Der Knall war selbst in der Kölner Innenstadt zu hören. Um Punkt 9.37 Uhr flog durch den entstandenen Druck zuerst der Deckel von Tank 3 in hohem Bogen 400 Meter weit durch die Luft. Aus dem Tank quoll ein zunächst weißer Rauchpilz – mehrfach so hoch, wie die Schornsteine der Anlage in Bürrig. Binnen Sekunden verfärbte sich der Pilz schwarz. Dieser Rauchpilz stand für zwei Stunden über Bürrig, erst wenige Minuten vor 12 Uhr schienen die Feuerwehren den Brand wenigstens soweit unter Kontrolle zu bekommen, dass die schwarze Wolke vom Brandort aus keinen Nachschub mehr bekam, sie fiel in sich zusammen.
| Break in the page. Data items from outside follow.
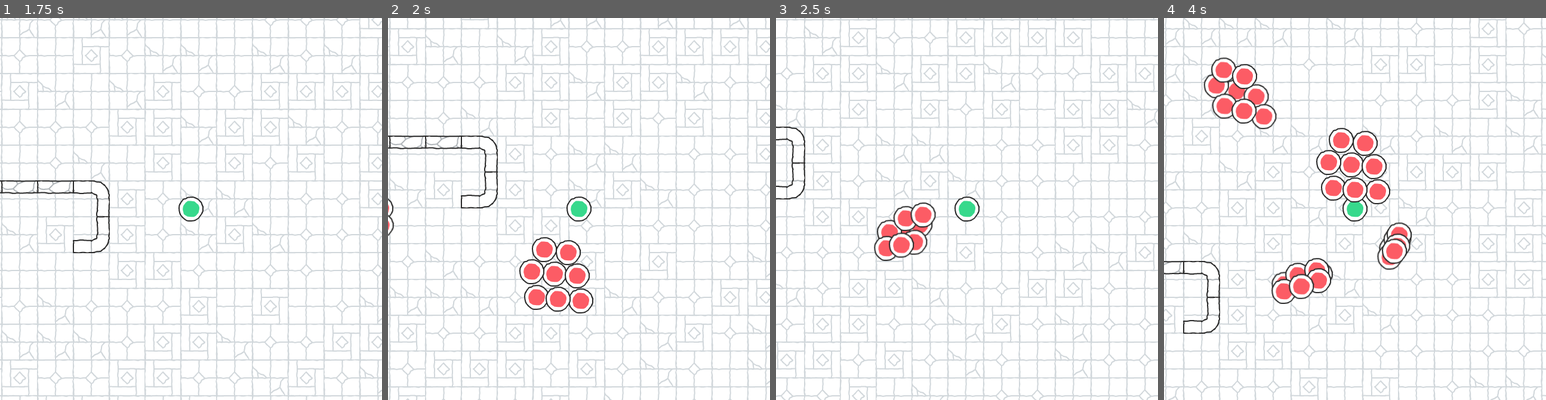
Above: before the commit, frames 1-4 (left to right).
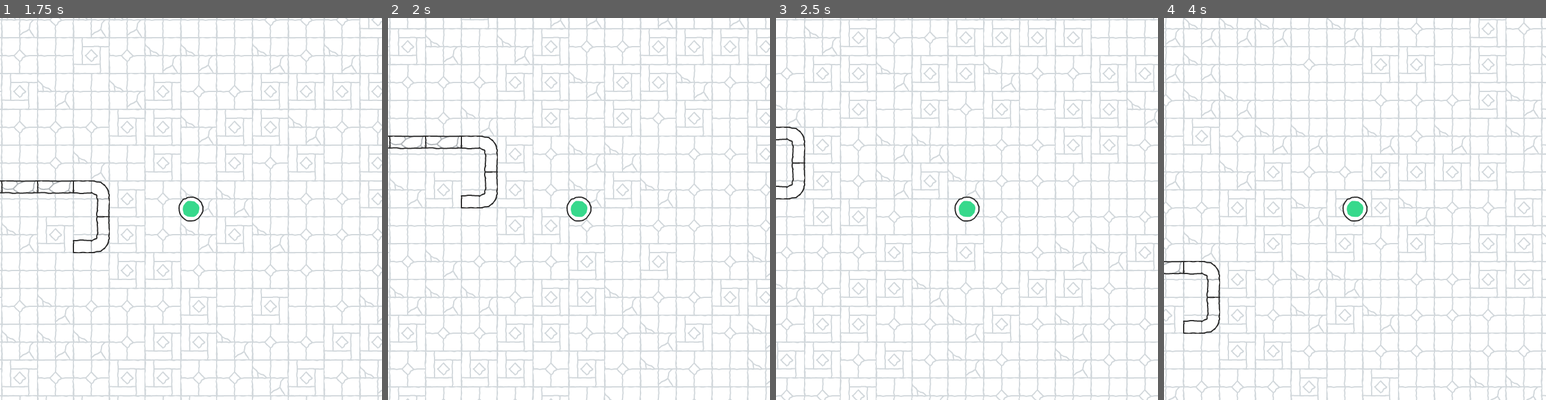
Above: after the commit, the same moments.

Repository: Demoli/GodotBulletHeaven
Game: Godot game, scene res://Game.tscn
The game is run twice, just before and just after one commit, with the same random seed, the same clock (stepped at 60 frames per second) and the same inputs.
Inputs:
- Up to frame 1 (1.75 s): tap Enter at 0.5 s; hold D (p_move_right) 0.53-1.28 s; hold S (p_move_down) from 1.28 s (still down)
- Up to frame 2 (2 s): keep holding S (p_move_down)
- Up to frame 3 (2.5 s): release S (p_move_down) at 2.03 s; hold D (p_move_right) from 2.03 s (still down)
- Up to frame 4 (4 s): release D (p_move_right) at 2.78 s; hold W (p_move_up) 2.78-3.53 s; hold A (p_move_left) from 3.53 s (still down)

Frame 1 is identical in both runs. In frame 2, 2.1% of the frame differs, in the area x 0-54%, y 47-78%; in frame 3, 1.3%; in frame 4, 5.4%, in the area x 10-65%, y 10-75%.
Error after the commit: Invalid access to property or key 'hp' on a base object of type 'Node2D (BasePlayerStats)'. (res://Player/Player.gd:4)

Commit message:
feat: start adding player stats

Diff:
--- a/Player/Player.gd
+++ b/Player/Player.gd
@@ -1,12 +1,12 @@
 extends CharacterBody2D
 
-@export var base_speed = 300
-@export var hp = 100
+@onready var move_speed = $PlayerStats.move_speed
+@onready var hp = $PlayerStats.hp
 
 var touching_enemies : Array[Enemy] = []
 
 func _physics_process(delta):
-	velocity = Input.get_vector("p_move_left","p_move_right", "p_move_up","p_move_down") * base_speed
+	velocity = Input.get_vector("p_move_left","p_move_right", "p_move_up","p_move_down") * move_speed
 
 	move_and_slide()
 
@@ -14,7 +14,6 @@
 	var body = area.get_parent()
 
 	touching_enemies.append(body)
-
 
 func _on_enemy_collider_area_exited(area: Area2D):
 	var body = area.get_parent()
--- a/Player/Player.tscn
+++ b/Player/Player.tscn
@@ -1,8 +1,9 @@
-[gd_scene load_steps=6 format=3 uid="uid://cy4uk0blx6meh"]
+[gd_scene load_steps=7 format=3 uid="uid://cy4uk0blx6meh"]
 
 [ext_resource type="Texture2D" uid="uid://07ksx2ec3ifl" path="res://Assets/Default (64px)/Characters/green_character.png" id="1_1iqv8"]
 [ext_resource type="Script" path="res://Player/Player.gd" id="1_ud5d4"]
 [ext_resource type="PackedScene" uid="uid://bw8vhuc3rvjlj" path="res://Weapons/AOE/BaseAOEWeapon.tscn" id="3_qenh1"]
+[ext_resource type="PackedScene" uid="uid://dufklmm2gqe2h" path="res://Player/PlayerStats/BasePlayerStats.tscn" id="4_phrd2"]
 
 [sub_resource type="CapsuleShape2D" id="CapsuleShape2D_ym01c"]
 radius = 12.0
@@ -35,6 +36,8 @@
 
 [node name="BaseAOEWeapon" parent="Weapons" instance=ExtResource("3_qenh1")]
 
+[node name="PlayerStats" parent="." instance=ExtResource("4_phrd2")]
+
 [connection signal="area_entered" from="EnemyCollider" to="." method="_on_enemy_collider_area_entered"]
 [connection signal="area_exited" from="EnemyCollider" to="." method="_on_enemy_collider_area_exited"]
 [connection signal="timeout" from="DamageTimer" to="." method="_on_damage_timer_timeout"]
--- /dev/null
+++ b/Player/PlayerStats/BasePlayerStats.gd
@@ -0,0 +1,12 @@
+class_name BasePlayerStats
+extends Node2D
+
+@export var move_speed := 300.0
+
+@export var max_hp := 100
+
+@export var hp_regen := 0.0
+
+@export var area := 1.0
+
+@export var attack_speed := 0.0
--- /dev/null
+++ b/Player/PlayerStats/BasePlayerStats.tscn
@@ -0,0 +1,6 @@
+[gd_scene load_steps=2 format=3 uid="uid://dufklmm2gqe2h"]
+
+[ext_resource type="Script" path="res://Player/PlayerStats/BasePlayerStats.gd" id="1_g2ei0"]
+
+[node name="BasePlayerStats" type="Node2D"]
+script = ExtResource("1_g2ei0")
--- a/Waves/WaveSpawner.gd
+++ b/Waves/WaveSpawner.gd
@@ -6,16 +6,12 @@
 @onready var camera = get_viewport().get_camera_2d()
 @onready var viewport_size = camera.get_viewport_rect().size
 
-# Called when the node enters the scene tree for the first time.
 func _ready():
 	spawn()
 	$WaveTimer.start()
 
-
-# Called every frame. 'delta' is the elapsed time since the previous frame.
 func _process(delta):
 	pass
-
 
 func _on_wave_timer_timeout():
 	spawn()
--- a/Waves/WaveSpawner.tscn
+++ b/Waves/WaveSpawner.tscn
@@ -6,5 +6,6 @@
 script = ExtResource("1_ltklx")
 
 [node name="WaveTimer" type="Timer" parent="."]
+wait_time = 3.0
 
 [connection signal="timeout" from="WaveTimer" to="." method="_on_wave_timer_timeout"]
--- a/Weapons/AOE/BaseAOEWeapon.gd
+++ b/Weapons/AOE/BaseAOEWeapon.gd
@@ -1,16 +1,17 @@
+class_name AOEWeapon
 extends Area2D
 
-@export var cooldown := 1.0
+@export var fire_cooldown := 1.0
 @export var damage_per_tick := 1.0
 
 # Called when the node enters the scene tree for the first time.
 func _ready():
-	set_cooldown(cooldown)
+	set_fire_cooldown(fire_cooldown)
 	$FireTimer.start()
 
-func set_cooldown(cooldown: float):
-	self.cooldown = cooldown
-	$FireTimer.wait_time = cooldown
+func set_fire_cooldown(fire_cooldown: float):
+	self.fire_cooldown = fire_cooldown
+	$FireTimer.wait_time = fire_cooldown
 	pass
 
 # Called every frame. 'delta' is the elapsed time since the previous frame.
--- a/Weapons/AOE/BaseAOEWeapon.tscn
+++ b/Weapons/AOE/BaseAOEWeapon.tscn
@@ -3,7 +3,7 @@
 [ext_resource type="Script" path="res://Weapons/AOE/BaseAOEWeapon.gd" id="1_06ibh"]
 
 [sub_resource type="CircleShape2D" id="CircleShape2D_t3e7g"]
-radius = 40.0
+radius = 60.0
 
 [node name="BaseAOEWeapon" type="Area2D"]
 collision_layer = 0
Not shown, changed: Tiles/sampleSheet.tsx
Not shown, changed: Tiles/dungeonstiled-project.tiled-session
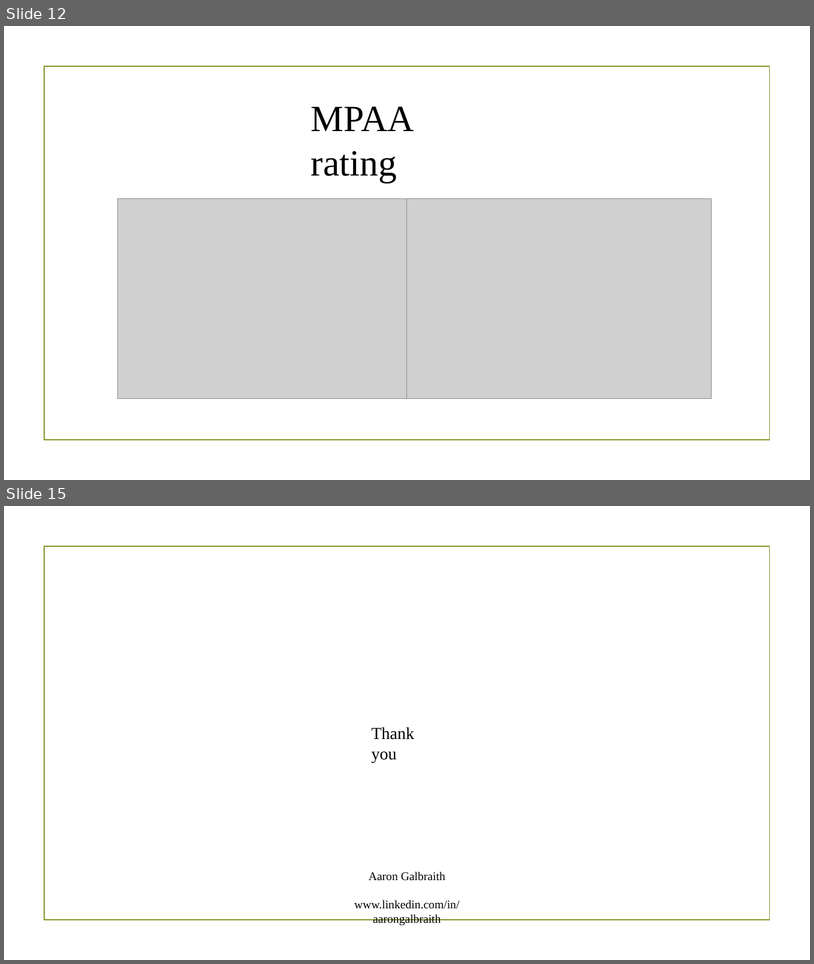
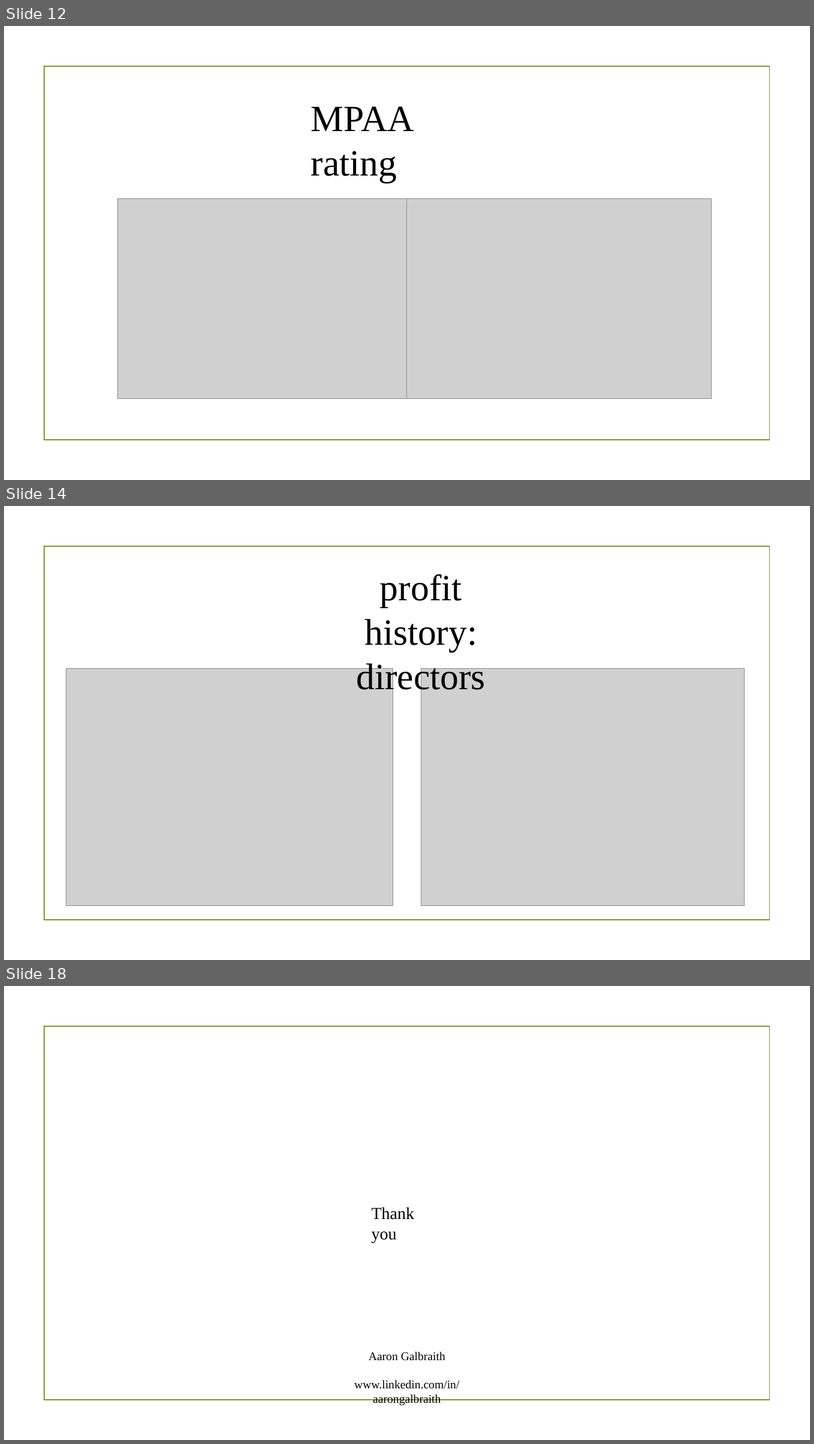
Before and after one commit to aarongalbraith/flatiron-phase1-project-redo, a slide deck: phase 1 project presentation.pptx. Shown one above the other, each under a label of ours: slides 12 and 15 before the commit, slides 12, 14 and 18 after it; the slides between them are not shown. The pictures are 814x964 and 814x1444 pixels, drawn with LibreOffice and Linux fonts; fonts in the diff are those of the drawing; grey boxes stand for pictures; background and template pictures are left out. Boxes give left, top, right and bottom in pixels: in the first picture for what was removed or moved away, otherwise in the second. Text is boxed around its words. In the diff, an @@ line names an element or a change of style, - is before the commit and + after.

```diff
--- a/phase 1 project presentation.pptx
+++ b/phase 1 project presentation.pptx
@@ slide 14 added at [4, 506, 810, 960], background picture (left out); not listed: 1 template element that a slide beside it also shows @@
@@ text added at [357, 574, 486, 696], 44 pt, text #000000 @@
+profit history:
+directors
@@ picture added at [66, 668, 393, 905] @@
@@ picture added at [422, 668, 745, 905] @@
@@ what was slide 15 is now slide 18 @@
```
Also in this commit, not shown: 8 slides changed, 3 other slides added, 1 slide removed.

Im wahrsten Sinne: Aus der Wolke fielen kleine Teile der Anlage, wie von der Hitze hochgerissene Isolierschaumstoffe und große Rußteile. In Bürrig sorgte das bis heute für große Aufregung. Den Analysen nach sollen die Niederschläge nicht gesundheitsgefährdend gewesen sein. Der eigentliche Rauchpilz wurde weit in die Höhe gerissen, sodass in Leverkusen, abgesehen vom „Fall-out“, kaum etwas vom Rauch zu spüren war.
Als erster Feuerwehrmann war übrigens der Leiter der städtischen Berufsfeuerwehr, Hermann Greven, vor Ort. Er hatte sich zufällig in der Gegend aufgehalten und sah grauenvolle Szenen am Tanklager.